東ロンドンの雄が、即戦力DFを釣り上げた。

 現地時間8月26日にレスターからイングランド代表DFのベン・チルウェルを、翌27日にニースからU-21フランス代表DFマラング・サールを獲得したと発表していたチェルシーは、28日にパリ・サンジェルマンと契約満了を迎えていたブラジル代表DFチアゴ・シウバを獲得した。

 補強禁止処分を食らっていた昨夏と、そのペナルティーが解けた今冬も新戦力の獲得を見送ったチェルシーは、コロナ禍で欧州中のクラブが強化予算削減を余儀なくされる中で積極果敢な補強を敢行。すでにハキム・ジイェフ(←アヤックス)とティモ・ヴェルナー(←RBライプツィヒ)の獲得を成功させていた。

 そして、新たに迎え入れたのは、まさに欲していた人材である。
 
 T・シウバは、言わずと知れた名手だ。ミランでスクデットを獲得し、12年に加入したパリSGでも、守備の要として君臨した35歳のCBは、先のチャンピオンズ・リーグ決勝でも衰えを感じさせないパフォーマンスを見せたのは記憶に新しい。チェルシーにとっては、時に右SBのセサル・アスピリクエタも起用せざるを得なかったCB陣に厚みをもたらす存在になり得る。

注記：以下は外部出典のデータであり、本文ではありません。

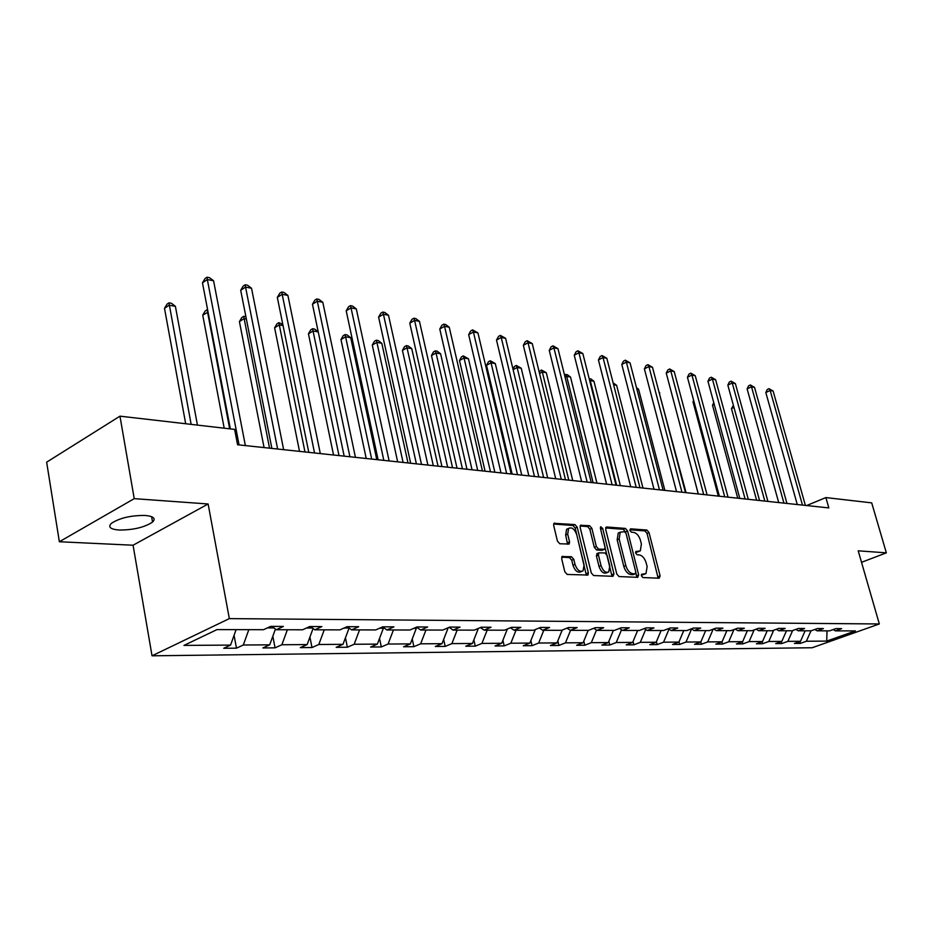<?xml version="1.0" encoding="UTF-8"?>
<svg xmlns="http://www.w3.org/2000/svg" width="933" height="933" viewBox="0 0 933 933"><rect width="100%" height="100%" fill="white"/><g stroke="black" fill="none" stroke-linecap="round" stroke-linejoin="round"><path stroke-width="1.4" d="M641.391 575.789L642.907 577.55L659.199 578.215L660.097 575.859L649.03 532.556L646.907 530.061L630.591 528.813L629.927 530.422L631.443 532.207L633.577 532.358C636.691 533.046 639 535.74 640.481 540.44L641.391 544.056L640.306 550.925L635.874 551.508L635.641 553.024L637.157 554.797L639.292 554.913C642.405 555.555 644.703 558.237 646.196 562.972L647.129 566.623L645.963 573.655L641.647 574.238L641.391 575.789M119.132 530.037C133.396 530.026 144.533 527.367 152.557 522.06C156.056 518.468 153.56 516.264 145.07 515.448C130.865 515.366 119.646 517.99 111.389 523.32C107.75 527.052 110.327 529.291 119.132 530.037M562.786 556.231L561.678 558.715L564.815 571.777L567.171 574.448L587.965 575.043L588.35 572.792L577.224 527.215L574.926 524.579L554.015 523.32L553.677 525.466L557.433 541.082L559.788 543.764L569.2 544.044L569.562 541.851L567.696 534.166L568.605 528.405C571.906 526.9 574.623 529.023 576.757 534.796L584.081 564.838L583.055 570.856C579.778 572.232 577.095 570.086 575.02 564.407L573.795 559.345L571.474 556.698L561.934 556.593M208.129 503.983L134.235 498.654L119.96 416.165L46.65 462.173L59.362 541.746L133.069 545.222L152.032 655.806L229.331 618.614L208.129 503.983L133.069 545.222M861.532 562.319L886.35 552.849L858.208 550.82L879.329 623.967L229.331 618.614M886.35 552.849L871.702 502.875L825.88 497.581L806.637 505.546M119.96 416.165L234.626 429.39L237.565 444.749L828.831 507.914L825.88 497.581M616.795 574.005L619.022 576.571L637.729 577.34L638.673 574.938L627.582 530.97L625.402 528.416L606.683 526.993L605.68 529.338L616.795 574.005M612.969 576.326L593.575 575.533L591.277 572.909L580.151 527.437L580.489 525.302L589.586 525.699L591.849 528.3L596.339 546.516L598.589 549.117L604.724 549.234L605.074 547.065L600.397 528.218L600.63 526.725L602.671 528.381L613.961 573.888L612.969 576.326M134.235 498.654L59.362 541.746M216.969 629.612L263.526 629.705L270.675 626.381L283.387 626.428L276.25 629.728L302.607 629.787L309.721 626.533L321.873 626.579L314.759 629.81L339.95 629.868L347.053 626.684L358.68 626.719L351.578 629.892L375.696 629.938L382.775 626.824L393.901 626.859L386.833 629.962L409.937 630.008L416.981 626.953L427.641 626.999L420.608 630.032L442.767 630.067L449.776 627.081L460.004 627.128L453.006 630.09L474.267 630.137L481.241 627.209L491.061 627.244L484.099 630.16L504.531 630.195L511.459 627.326L520.894 627.373L513.966 630.218L533.606 630.253L540.499 627.442L549.56 627.477L542.691 630.276L561.573 630.311L568.419 627.559L577.154 627.594L570.32 630.335L588.501 630.37L595.301 627.664L603.709 627.699L596.922 630.381L614.439 630.416L621.191 627.769L629.285 627.792L622.556 630.44L639.443 630.475L646.149 627.862L653.951 627.897L647.269 630.486L663.561 630.521L670.221 627.956L677.755 627.991L671.107 630.533L686.84 630.568L693.441 628.049L700.718 628.084L694.129 630.58L709.325 630.615L715.879 628.142L722.9 628.166L716.369 630.626L731.04 630.661L737.548 628.224L744.347 628.247L737.851 630.673L752.056 630.696L758.506 628.306L765.083 628.329L758.646 630.708L772.384 630.743L778.787 628.387L785.143 628.41L778.752 630.755L792.059 630.778L798.403 628.469L804.561 628.492L798.228 630.79L811.104 630.813L817.413 628.539L823.373 628.562L817.086 630.825L829.577 630.86L835.828 628.62L841.601 628.632L835.373 630.871L855.444 630.906L826.72 641.099L806.38 641.239L800.327 643.397L794.438 643.455L800.514 641.274L787.872 641.356L781.772 643.56L775.696 643.607L781.819 641.403L768.78 641.484L762.634 643.723L756.371 643.77L762.529 641.531L749.082 641.612L742.878 643.887L736.417 643.945L742.633 641.659L728.731 641.752L722.492 644.062L715.821 644.12L722.072 641.799L707.727 641.892L701.429 644.236L694.537 644.295L700.835 641.939L686 642.044L679.667 644.423L672.53 644.481L678.886 642.091L663.538 642.196L657.159 644.61L649.788 644.68L656.179 642.242L640.306 642.347L633.88 644.808L626.241 644.878L632.679 642.394L616.235 642.51L609.774 645.018L601.867 645.076L608.351 642.557L591.312 642.674L584.793 645.228L576.606 645.298L583.125 642.732L565.468 642.849L558.914 645.438L550.423 645.519L556.989 642.907L538.668 643.024L532.067 645.671L523.25 645.741L529.862 643.082L510.841 643.21L504.205 645.904L495.05 645.986L501.697 643.269L481.929 643.408L475.27 646.149L465.754 646.231L472.436 643.467L451.887 643.607L445.181 646.406L435.291 646.487L442.009 643.677L420.631 643.817L413.89 646.674L403.592 646.756L410.345 643.887L388.081 644.038L381.317 646.942L370.599 647.035L377.364 644.108L354.167 644.26L347.379 647.234L336.195 647.327L342.994 644.33L318.806 644.493L311.995 647.537L300.321 647.63L307.144 644.575L281.883 644.75L275.048 647.84L262.873 647.945L269.707 644.831L243.303 645.006L236.469 648.167L223.733 648.283L230.568 645.088L183.976 645.403L216.969 629.612M152.032 655.806L812.177 647.747L879.329 623.967M267.409 627.897L273.987 627.921M248.819 629.682L243.303 645.006M275.433 629.075L269.707 644.831M272.063 626.381L276.25 629.728M306.467 628.014L312.497 628.037M287.364 629.752L281.883 644.75M313.08 628.492L307.144 644.575M310.572 626.533L314.759 629.81M343.81 628.131L349.012 627.909M324.241 629.833L318.806 644.493M349.059 628.154L342.994 644.33M347.403 626.684L351.578 629.892M379.544 628.247L383.381 628.259L383.16 627.198M359.567 629.903L354.167 644.26M383.381 628.259L377.364 644.108M382.705 626.848L386.833 629.962M413.762 628.352L416.305 628.352L416.095 627.338M393.446 629.973L388.081 644.038M416.305 628.352L410.345 643.887M416.654 627.104L420.608 630.032M446.58 628.445L447.805 627.921M425.949 630.032L420.631 643.817M447.922 628.457L442.009 643.677M449.205 627.326L453.006 630.09M457.158 630.102L451.887 643.607M478.302 628.55L472.436 643.467M480.448 627.547L484.099 630.16M487.166 630.16L481.929 643.408M507.365 629.029L501.697 643.269M510.456 627.746L513.966 630.218M516.019 630.218L510.841 643.21M535.297 629.565L529.862 643.082M539.309 627.932L542.691 630.276M543.799 630.276L538.668 643.024M562.202 630.067L556.989 642.907M567.054 628.107L570.32 630.335M570.564 630.335L565.468 642.849M588.198 630.37L583.125 642.732M593.785 628.271L596.922 630.381M596.479 630.09L591.312 642.674M613.366 630.416L608.351 642.557M619.524 628.422L622.556 630.44M621.53 629.752L616.235 642.51M637.659 630.463L632.679 642.394M644.341 628.562L647.269 630.486M645.694 629.448L640.306 642.347M661.112 630.51L656.179 642.242M668.285 628.702L671.107 630.533M669.031 629.18L663.538 642.196M683.772 630.556L678.886 642.091M691.4 628.83L694.129 630.58M691.983 629.204L691.365 628.842M691.458 629.204L686 642.044M705.675 630.603L700.835 641.939L701.429 644.236M713.722 628.947L716.369 630.626M714.235 629.274L713.104 629.18M713.127 629.274L707.727 641.892M726.877 630.65L722.072 641.799M735.309 629.064L737.851 630.673M734.586 629.332L735.74 629.343M733.991 629.553L728.731 641.752M747.38 630.685L742.633 641.659M756.173 629.169L758.646 630.708M755.567 629.402L756.546 629.402M754.156 629.915L749.082 641.612M767.241 630.731L762.529 641.531M776.361 629.274L778.752 630.755M775.859 629.46L776.676 629.46M773.69 630.265L768.78 641.484M786.484 630.766L781.819 641.403M795.907 629.378L798.228 630.79M795.511 629.518L796.152 629.53M792.618 630.58L787.872 641.356M805.132 630.801L800.514 641.274M814.847 629.472L817.086 630.825M810.987 630.813L806.38 641.239M826.72 641.099L827.035 630.848M833.192 629.553L835.373 630.871M236.096 629.647L230.568 645.088M799.814 641.531L800.327 643.397M781.236 641.612L781.772 643.56M762.086 641.694L762.634 643.723M742.318 641.776L742.878 643.887M721.909 641.857L722.492 644.062M679.002 641.822L679.667 644.423M656.424 641.671L657.159 644.61M633.052 641.507L633.88 644.808M608.864 641.309L609.774 645.018M583.801 641.088L584.793 645.228M557.829 640.831L558.914 645.438M530.877 640.551L532.067 645.671M502.91 640.225L504.205 645.904M473.859 639.851L475.27 646.149M443.653 639.42L445.181 646.406M412.246 638.942L413.89 646.674M379.533 638.394L381.317 646.942M345.455 637.764L347.379 647.234M309.919 637.041L311.995 647.537M272.833 636.224L275.048 647.84M234.078 635.291L236.469 648.167M641.309 574.996L644.668 574.192M638.965 551.496L635.56 552.301M658.15 578.168L647.047 533.408L644.925 530.912L629.845 529.769M625.868 532.93L623.419 529.291L605.622 527.95M636.703 577.294L635.874 572.687M635.14 573.818L635.805 572.139L626.066 533.478L624.539 531.693L620.212 532.172L619.162 538.982L625.821 565.573C627.338 570.39 629.682 573.107 632.854 573.713L635.14 573.818L633.612 574.448M619.699 532.405L618.217 533.046L617.168 539.845L619.162 538.982M633.122 574.646L630.848 574.553C627.664 573.935 625.32 571.229 623.804 566.413L617.168 539.845M580.104 526.025L587.58 526.585L589.586 525.699M604.234 549.444L602.053 550.318L596.572 549.992L594.321 547.391L589.831 529.198L587.58 526.585M611.978 576.279L600.607 529.058M601.015 565.538C603.021 571.043 605.599 573.177 608.748 571.917L609.762 565.958L607.173 555.532L604.934 552.942L598.788 552.849L598.438 555.042L601.015 565.538L598.998 566.401C600.992 571.906 603.569 574.028 606.718 572.78L607.476 572.454M597.272 553.502L596.409 555.905L598.438 555.042M598.998 566.401L596.409 555.905M581.644 571.462L581.014 571.731C577.725 573.107 575.055 570.961 572.979 565.281L571.754 560.232L569.433 557.584L561.654 557.164M568.104 528.626L566.588 529.303L565.666 535.064L567.696 534.166M567.567 544.242L565.666 535.064M586.332 575.229L575.206 528.113L572.92 525.477L553.642 524.031M733.956 407.418L731.46 408.596L756.605 500.193M731.46 408.596L733.396 405.377M802.473 505.091L770.18 390.484L773.119 391.055L805.389 505.406M797.283 504.543L765.818 392.525L770.18 390.484L769.025 388.676L773.119 391.055M765.818 392.525L767.276 389.493L769.025 388.676M714.246 404.421L712.509 405.249L737.746 498.175M712.509 405.249L713.768 402.683M693.907 401.353L692.986 401.796L718.305 496.099M692.986 401.796L693.662 400.444M783.942 503.12L751.508 386.798L754.54 387.393L786.951 503.435M778.705 502.56L747.111 388.874L751.508 386.798L750.365 384.967L754.54 387.393M747.111 388.874L748.604 385.807L750.365 384.967M764.815 501.068L732.253 383.008L735.379 383.615L767.917 501.406M759.555 500.508L727.833 385.119L732.253 383.008L731.134 381.154L735.379 383.615M727.833 385.119L729.361 382.005L731.134 381.154M672.915 398.216L698.257 493.965M745.094 498.968L712.404 379.09L715.623 379.731L748.289 499.307M739.787 498.397L707.949 381.247L712.404 379.09L711.296 377.224L715.623 379.731M707.949 381.247L709.512 378.087L711.296 377.224M686.07 492.659L659.234 392.921M659.13 392.501L659.841 393.038M724.719 496.788L691.924 375.054L695.248 375.707L728.032 497.137M719.378 496.216L687.434 377.259L691.924 375.054L690.828 373.165L695.248 375.707M687.434 377.259L689.032 374.04L690.828 373.165M664.867 490.396L638.569 389.224L636.807 388.909M636.481 387.673L638.569 389.224M703.68 494.537L670.78 370.891L674.209 371.567L707.097 494.91M698.304 493.965L666.255 373.13L670.78 370.891L669.707 368.978L674.209 371.567M666.255 373.13L667.9 369.876L669.707 368.978M642.965 488.052L616.62 385.294L613.611 384.758M613.133 382.903L616.62 385.294M681.941 492.216L648.936 366.587L652.494 367.287L685.475 492.601M676.53 491.644L644.388 368.873L648.936 366.587L647.899 364.651L652.494 367.287M644.388 368.873L646.079 365.561L647.899 364.651M620.34 485.638L593.936 381.235L590.239 380.571L616.643 485.242M589.166 378.681L590.787 378.88L593.936 381.235M589.306 378.611L589.714 380.839M659.456 489.813L626.37 362.132L630.043 362.855L663.106 490.21M654.01 489.23L621.798 364.476L626.37 362.132L625.355 360.173L630.043 362.855M621.798 364.476L623.524 361.106L625.355 360.173M596.945 483.142L570.506 377.049L566.681 376.361L593.12 482.734M564.523 375.019L567.311 374.646L570.506 377.049M565.783 374.366L566.681 376.361L565.071 377.2M636.189 487.329L603.045 357.537L606.835 358.284L639.968 487.737M630.708 486.746L598.438 359.928L603.045 357.537L602.053 355.555L606.835 358.284M598.438 359.928L600.211 356.511L602.053 355.555M572.745 480.553L546.295 372.71L542.33 371.999L568.792 480.133M539.157 371.882L541.455 369.981L546.295 372.71M541.455 369.981L542.33 371.999L539.554 373.468M547.694 477.883L521.232 368.22L517.139 367.497L543.601 477.439M512.998 369.211L514.491 366.412L516.299 365.456L521.232 368.22M516.299 365.456L517.139 367.497L513.103 369.643M521.745 475.107L495.295 363.578L491.061 362.82L486.525 365.281L512.159 474.081M486.525 365.281L488.449 361.747L490.257 360.756L491.061 362.82L517.5 474.652M490.257 360.756L495.295 363.578M494.863 472.238L468.448 358.773L464.051 357.992L459.491 360.5L485.09 471.188M459.491 360.5L461.462 356.907L463.281 355.893L464.051 357.992L490.466 471.76M463.281 355.893L468.448 358.773M466.978 469.252L440.609 353.794L436.049 352.977L431.478 355.555L457.03 468.191M431.478 355.555L433.507 351.893L435.338 350.855L436.049 352.977L462.418 468.763M435.338 350.855L437.157 351.181L440.609 353.794M438.044 466.162L411.745 348.627L407.021 347.787L402.426 350.411L427.897 465.077M402.426 350.411L404.514 346.691L406.345 345.63L407.021 347.787L433.309 465.66M406.345 345.63L408.234 345.98L411.745 348.627M408.001 462.955L381.795 343.274L376.897 342.388L372.279 345.082L397.656 461.847M372.279 345.082L374.425 341.291L376.267 340.207L376.897 342.388L403.079 462.43M376.267 340.207L378.238 340.568L381.795 343.274M376.78 459.619L350.703 337.699L345.607 336.79L340.977 339.554L366.226 458.488M340.977 339.554L343.192 335.682L345.035 334.585L345.607 336.79L371.672 459.071M345.035 334.585L347.076 334.947L350.703 337.699M318.235 331.891L313.08 330.97L308.45 333.792L333.536 455.001M308.45 333.792L310.724 329.862L312.578 328.731L338.994 455.584M312.578 328.731L314.701 329.116L318.223 331.798M283.049 325.594L279.259 324.917L274.617 327.81L299.516 451.362M274.617 327.81L276.973 323.809L278.827 322.643L304.974 451.945M278.827 322.643L282.816 324.404M612.106 484.763L578.903 352.779L582.833 353.549L616.025 485.172M606.59 484.169L574.261 355.216L578.903 352.779L577.947 350.773L582.833 353.549M574.261 355.216L576.093 351.741L577.947 350.773M587.16 482.093L553.922 347.857L557.981 348.662L591.219 482.524M581.609 481.498L549.257 350.353L553.922 347.857L552.989 345.816L557.981 348.662M549.257 350.353L551.123 346.819L552.989 345.816M561.293 479.329L528.043 342.761L532.253 343.589L565.503 479.784M555.718 478.734L523.355 345.303L528.043 342.761L527.157 340.697L532.253 343.589M523.355 345.303L525.279 341.711L527.157 340.697M534.469 476.46L501.231 337.466L505.593 338.329L538.842 476.926M528.859 475.865L496.508 340.079L501.231 337.466L500.368 335.379L505.593 338.329M496.508 340.079L498.49 336.428L500.368 335.379M506.631 473.486L473.416 331.985L477.941 332.883L511.167 473.976M500.998 472.891L468.669 334.655L473.416 331.985L472.599 329.874L477.941 332.883M468.669 334.655L470.71 330.947L472.599 329.874M477.708 470.395L444.551 326.305L449.251 327.226L482.419 470.908M472.051 469.8L439.781 329.034L444.551 326.305L443.781 324.159L445.659 324.532L449.251 327.226M439.781 329.034L441.88 325.255L443.781 324.159M447.653 467.188L414.579 320.392L419.453 321.36L452.552 467.713M441.962 466.582L409.785 323.191L414.579 320.392L413.855 318.223L415.815 318.608L419.453 321.36M409.785 323.191L411.943 319.343L413.855 318.223M416.386 463.853L383.428 314.258L388.501 315.249L421.483 464.389M410.672 463.234L378.611 317.115L383.428 314.258L382.763 312.054L384.793 312.462L388.501 315.249M378.611 317.115L380.839 313.196L382.763 312.054M383.825 460.377L351.03 307.867L356.301 308.905L389.131 460.937M378.11 459.759L346.201 310.806L351.03 307.867L350.423 305.639L352.534 306.059L356.301 308.905M346.201 310.806L348.499 306.817L350.423 305.639M349.91 456.75L317.302 301.219L322.806 302.304L355.438 457.333M344.172 456.132L312.462 304.24L317.302 301.219L316.777 298.968L318.969 299.4L322.806 302.304M312.462 304.24L314.841 300.169L316.777 298.968M246.37 319.028L244.061 318.62L239.408 321.593L264.074 447.583M239.408 321.593L241.834 317.512L243.7 316.31L269.544 448.167M243.7 316.31L245.904 316.719M314.538 452.971L282.174 294.303L287.9 295.423L320.311 453.59M308.788 452.353L277.323 297.394L282.174 294.303L281.719 292.006L284.005 292.461L287.9 295.423M277.323 297.394L279.783 293.242L281.719 292.006M208.082 312.182L202.729 315.109L224.2 428.189M202.729 315.109L205.237 310.946L207.103 309.721L229.67 428.818M277.626 449.03L245.554 287.084L251.525 288.262L283.644 449.671M271.865 448.411L240.691 290.256L245.554 287.084L245.169 284.763L247.56 285.23L251.525 288.262M240.691 290.256L243.233 286.034L245.169 284.763M197.434 425.098L175.392 306.327L169.153 305.208L164.5 308.345L185.69 423.745M164.5 308.345L167.089 304.1L168.955 302.84L191.148 424.375M168.955 302.84L171.45 303.295L175.392 306.327M239.058 444.901L207.336 279.55L213.575 280.775L245.356 445.577M230.358 428.9L202.473 282.816L207.336 279.55L207.033 277.194L209.528 277.696L213.575 280.775M202.473 282.816L205.097 278.5L207.033 277.194M642.161 575.031L644.167 574.203M636.434 552.359L638.429 551.508M644.925 530.912L646.907 530.061M647.047 533.408L649.03 532.556M658.092 576.676L660.097 575.859M605.89 527.343L606.683 526.993M623.419 529.291L625.402 528.416M625.588 531.833L627.582 530.97M636.656 575.766L638.673 574.938M623.804 566.413L625.821 565.573M630.848 574.553L632.854 573.713M580.373 525.431L581.212 525.057M589.831 529.198L591.849 528.3M594.321 547.391L596.339 546.516M596.572 549.992L598.589 549.117M602.053 550.318L604.059 549.444M600.665 529.268L602.671 528.381M611.943 574.728L613.961 573.888M569.433 557.584L571.474 556.698M571.754 560.232L573.795 559.345M572.979 565.281L575.02 564.407M567.532 542.749L569.562 541.851M553.899 523.448L554.797 523.04M572.92 525.477L574.926 524.579M575.206 528.113L577.224 527.215M586.309 573.655L588.35 572.792M151.613 516.684L152.557 522.06M633.53 574.518L635.245 573.807M618.217 533.046L620.212 532.172M596.77 553.712L598.788 552.849M566.588 529.303L568.605 528.405"/></g></svg>

 さらにチェルシーは、トップターゲットとして、長らく水面下で綿密な交渉を続けてきたレバークーゼンのカイ・ハベルツとも8000万ユーロ(約100億円)+ボーナスで合意寸前と見られている。このドイツの超逸材MFも加われば、3シーズンぶりのプレミアリーグも狙えるだけのスカッドが揃うことになりそうだ。